Quanto tempo prima bisogna dare la disdetta di affitto?

11 Novembre 2021
Quanto tempo prima bisogna dare la disdetta di affitto?

Affitto: i termini per la disdetta per la locazione a uso abitativo, a studenti universitari e per uso commerciale. 

Tanto il locatore quanto l’inquilino possono recedere dal contratto di locazione, prima dell’automatico rinnovo, dando disdetta all’altra parte con raccomandata a.r.

Il recesso non opera immediatamente ma con la scadenza del contratto (in base alla data ivi indicata che, di solito, è quella di sottoscrizione della scrittura privata).

Inoltre, il recesso va dato con un periodo di preavviso fissato dal contratto che non può mai essere inferiore a sei mesi. 

Cerchiamo di comprendere meglio come funziona questa disciplina e quanto tempo prima bisogna dare la disdetta di affitto. Lo faremo tenendo conto delle diverse categorie di contratto: quelle ad uso abitativo e quelle per uso commerciale. Ma procediamo con ordine.

Disdetta immediata nell’affitto: è possibile?

Chiariamo subito col dire che, nonostante la durata del contratto di affitto sia particolarmente lunga, non è mai possibile dare disdetta immediata, ossia con effetto istantaneo. Non è consentito né al locatore, né all’inquilino. Per dare disdetta, entrambi devono attendere l’imminente scadenza del contratto e, in quell’occasione, inviare la comunicazione di disdetta rispettando il termine di preavviso. 

Nulla esclude che si possa dare la disdetta molto tempo prima della scadenza del contratto (ad esempio, due anni prima), ma la stessa opererà solo in occasione della scadenza stessa. 

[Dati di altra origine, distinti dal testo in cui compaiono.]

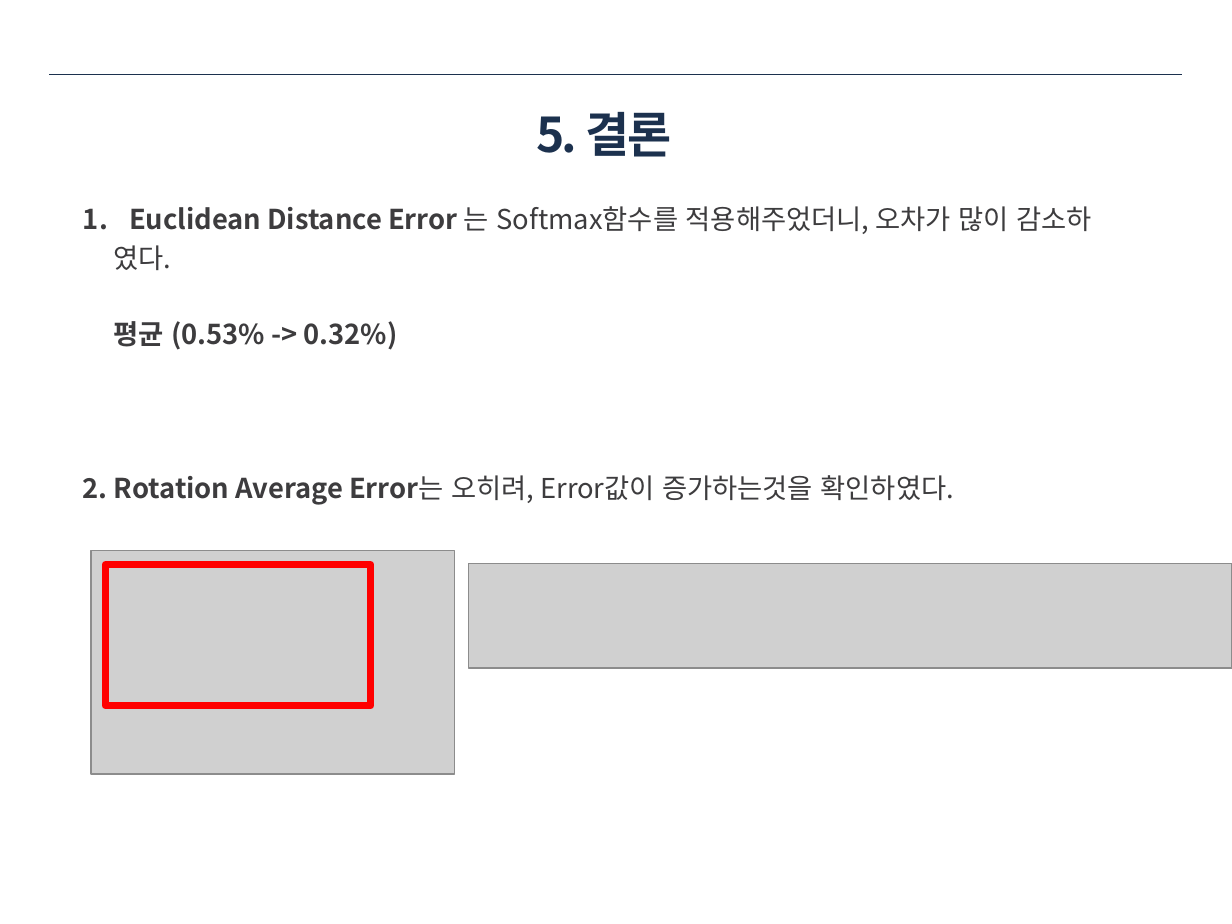
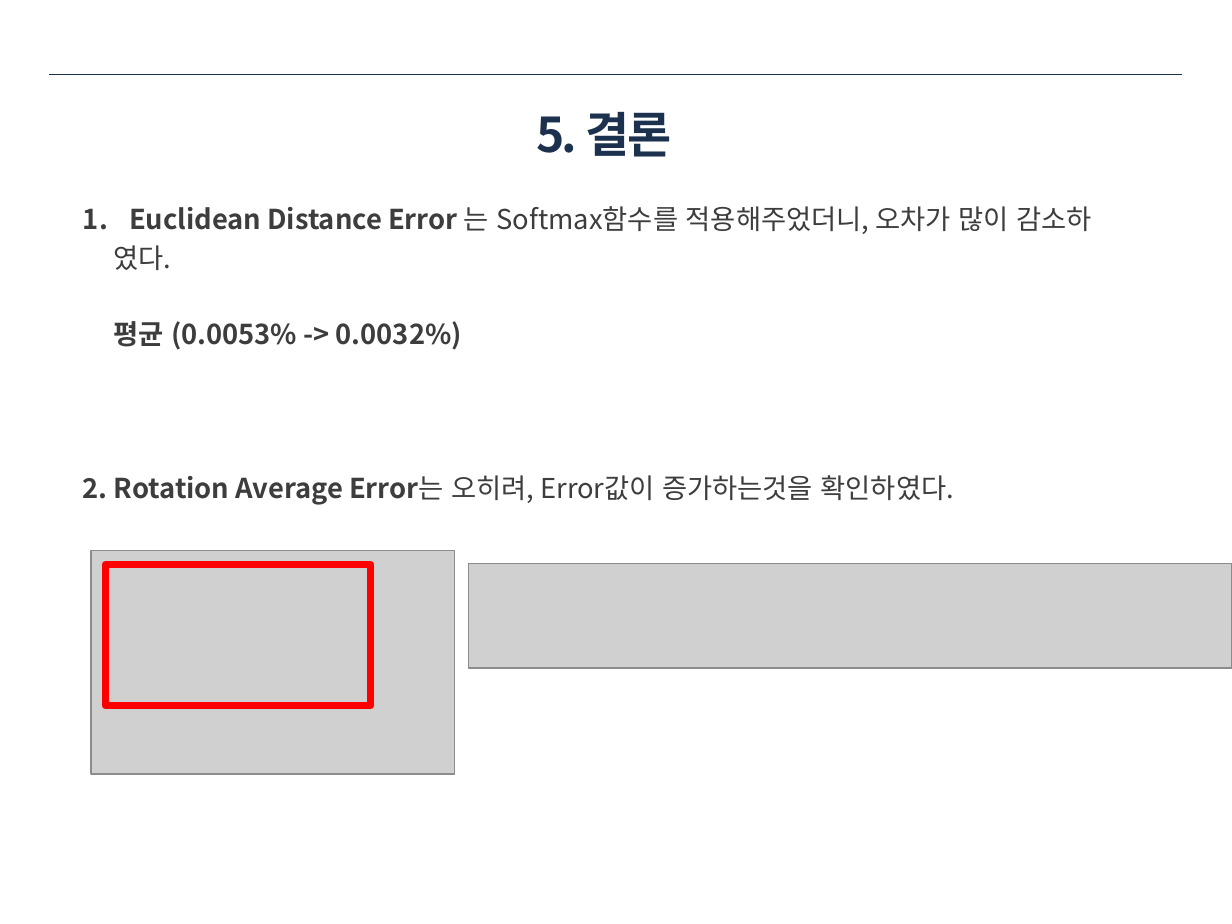
Before and after one commit to ssh6189/2021.11.06, a slide deck: slide 18 of 2021년 11월 6일 용접자동화로봇.pptx (slide 25 before the commit). Drawn at 1232x924 pixels with LibreOffice and Linux fonts; fonts in the diff are those of the drawing; grey boxes stand for pictures. Boxes give left, top, right and bottom in pixels: in the first picture for what was removed or moved away, otherwise in the second. Text is boxed around its words. In the diff, an @@ line names an element or a change of style, - is before the commit and + after.

```diff
--- a/2021년 11월 6일 용접자동화로봇.pptx
+++ b/2021년 11월 6일 용접자동화로봇.pptx
@@ text at [113, 321, 462, 350]: text changed @@
-평균 (0.53% -> 0.32%)
+평균 (0.0053% -> 0.0032%)
```
Also in this commit, not shown: 2 other slides changed, 1 slide added, 8 slides removed.

Eccezionalmente, il locatore può concedere al conduttore la possibilità di dare disdetta anche prima della scadenza del contratto, in corso di esecuzione dello stesso, specificando determinate cause (ad esempio: perdita di lavoro, separazione dal coniuge, ecc.). Anche in questo caso, comunque, va rispettato il preavviso.

Inoltre, il conduttore può recedere anticipatamente dal contratto – quindi, ancor prima della scadenza – al ricorrere di gravi motivi. Questi devono però essere eventi:

  • imprevedibili al momento della sottoscrizione del contratto di locazione (tale non sarebbe la cessazione di un contratto di lavoro a termine, in quanto già programmabile);
  • indipendenti dalla volontà del conduttore (tale non sarebbe un atto di dimissioni o la richiesta di un trasferimento);
  • oggettivamente impeditivi (si pensi a un trasferimento lavorativo a molti chilometri di distanza o a una grave disabilità che impedisca di fare le scale a piedi in un edificio non munito di ascensore).

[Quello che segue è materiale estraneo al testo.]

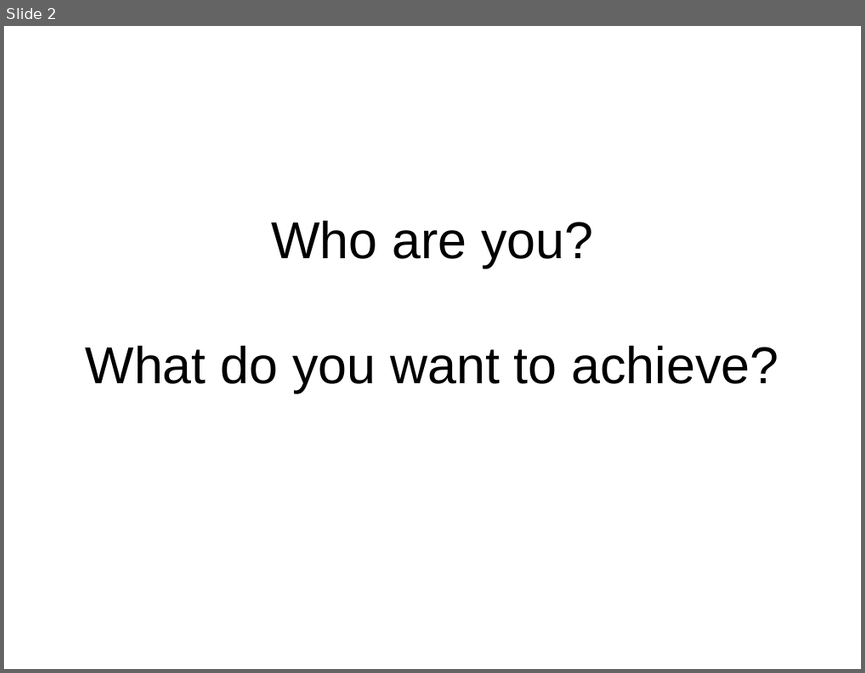
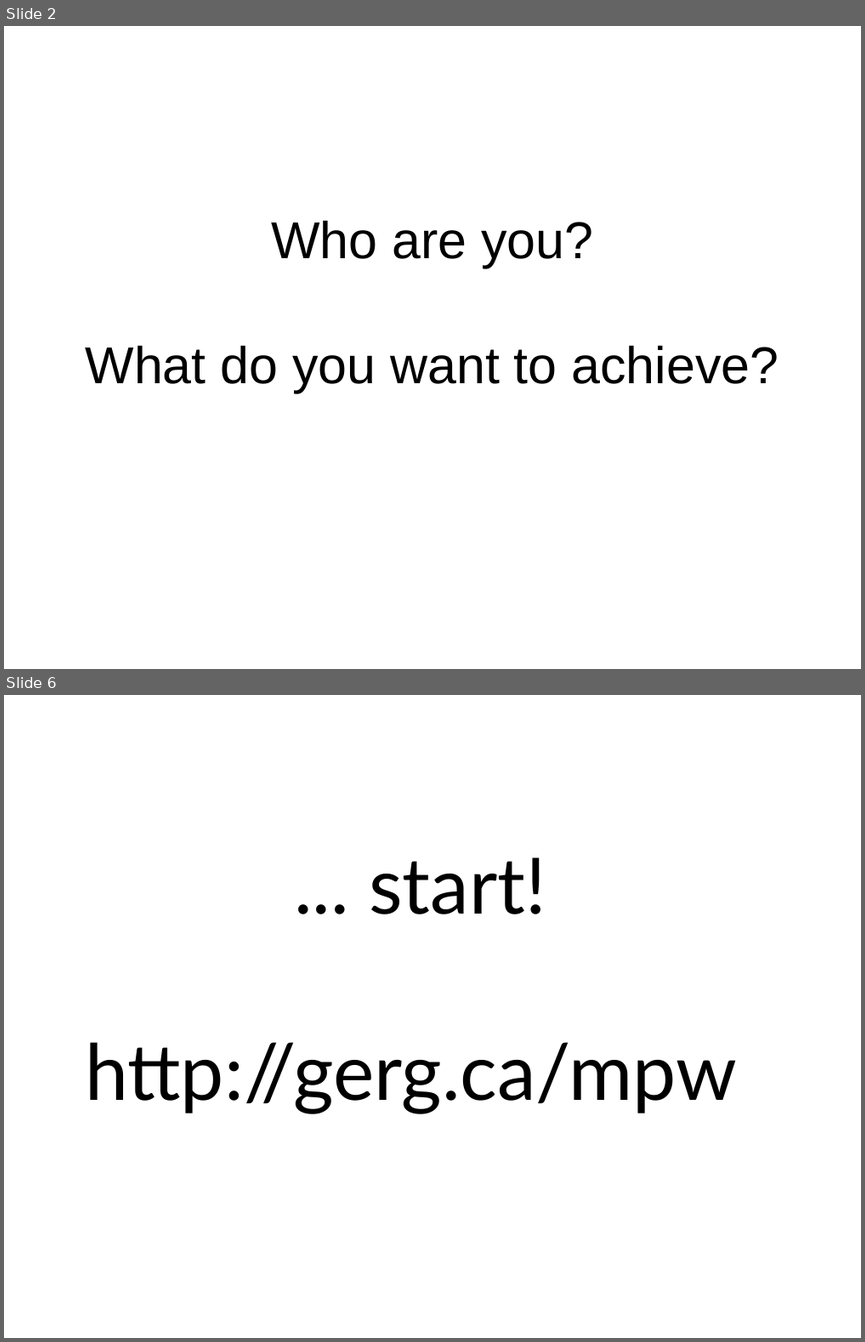
Before and after one commit to jvns/mtlpytutorial, a slide deck: intro-slides.odp. Shown one above the other, each under a label of ours: slide 2 before the commit, slides 2 and 6 after it; the slides between them are not shown. The pictures are 865x673 and 865x1342 pixels, drawn with LibreOffice and Linux fonts; fonts in the diff are those of the drawing. Boxes give left, top, right and bottom in pixels: in the first picture for what was removed or moved away, otherwise in the second. Text is boxed around its words. In the diff, an @@ line names an element or a change of style, - is before the commit and + after.

```diff
--- a/intro-slides.odp
+++ b/intro-slides.odp
@@ slide 6 added at [4, 695, 861, 1338], background #FFFFFF @@
@@ title added at [85, 857, 737, 1114], 72 pt, text #000000 @@
+... start!
+http://gerg.ca/mpw
```
Also in this commit, not shown: 4 slides changed, 1 other slide added, 4 slides removed.

Anche nel caso di disdetta supportata dai gravi motivi è necessario fornire il preavviso.

Quanto tempo prima bisogna dare la disdetta dell’affitto?

La disciplina della disdetta è differente a seconda del tipo di contratto.

Nel contratto di locazione ad uso abitativo, sia quelli a canone libero (cosiddetti contratti 4+4) che a canone concordato (cosiddetti contratti 3+2), il locatore o il conduttore per recedere devono comunicare la propria intenzione con una raccomandata a/r almeno 6 mesi prima rispetto alla scadenza. Il contratto può prevedere un termine più ampio, ma non inferiore.

Nei contratti di locazione a uso abitativo per esigenze transitorie e per quelli per finalità turistiche non c’è bisogno di dare disdetta: il contratto cessa automaticamente alla scadenza del termine.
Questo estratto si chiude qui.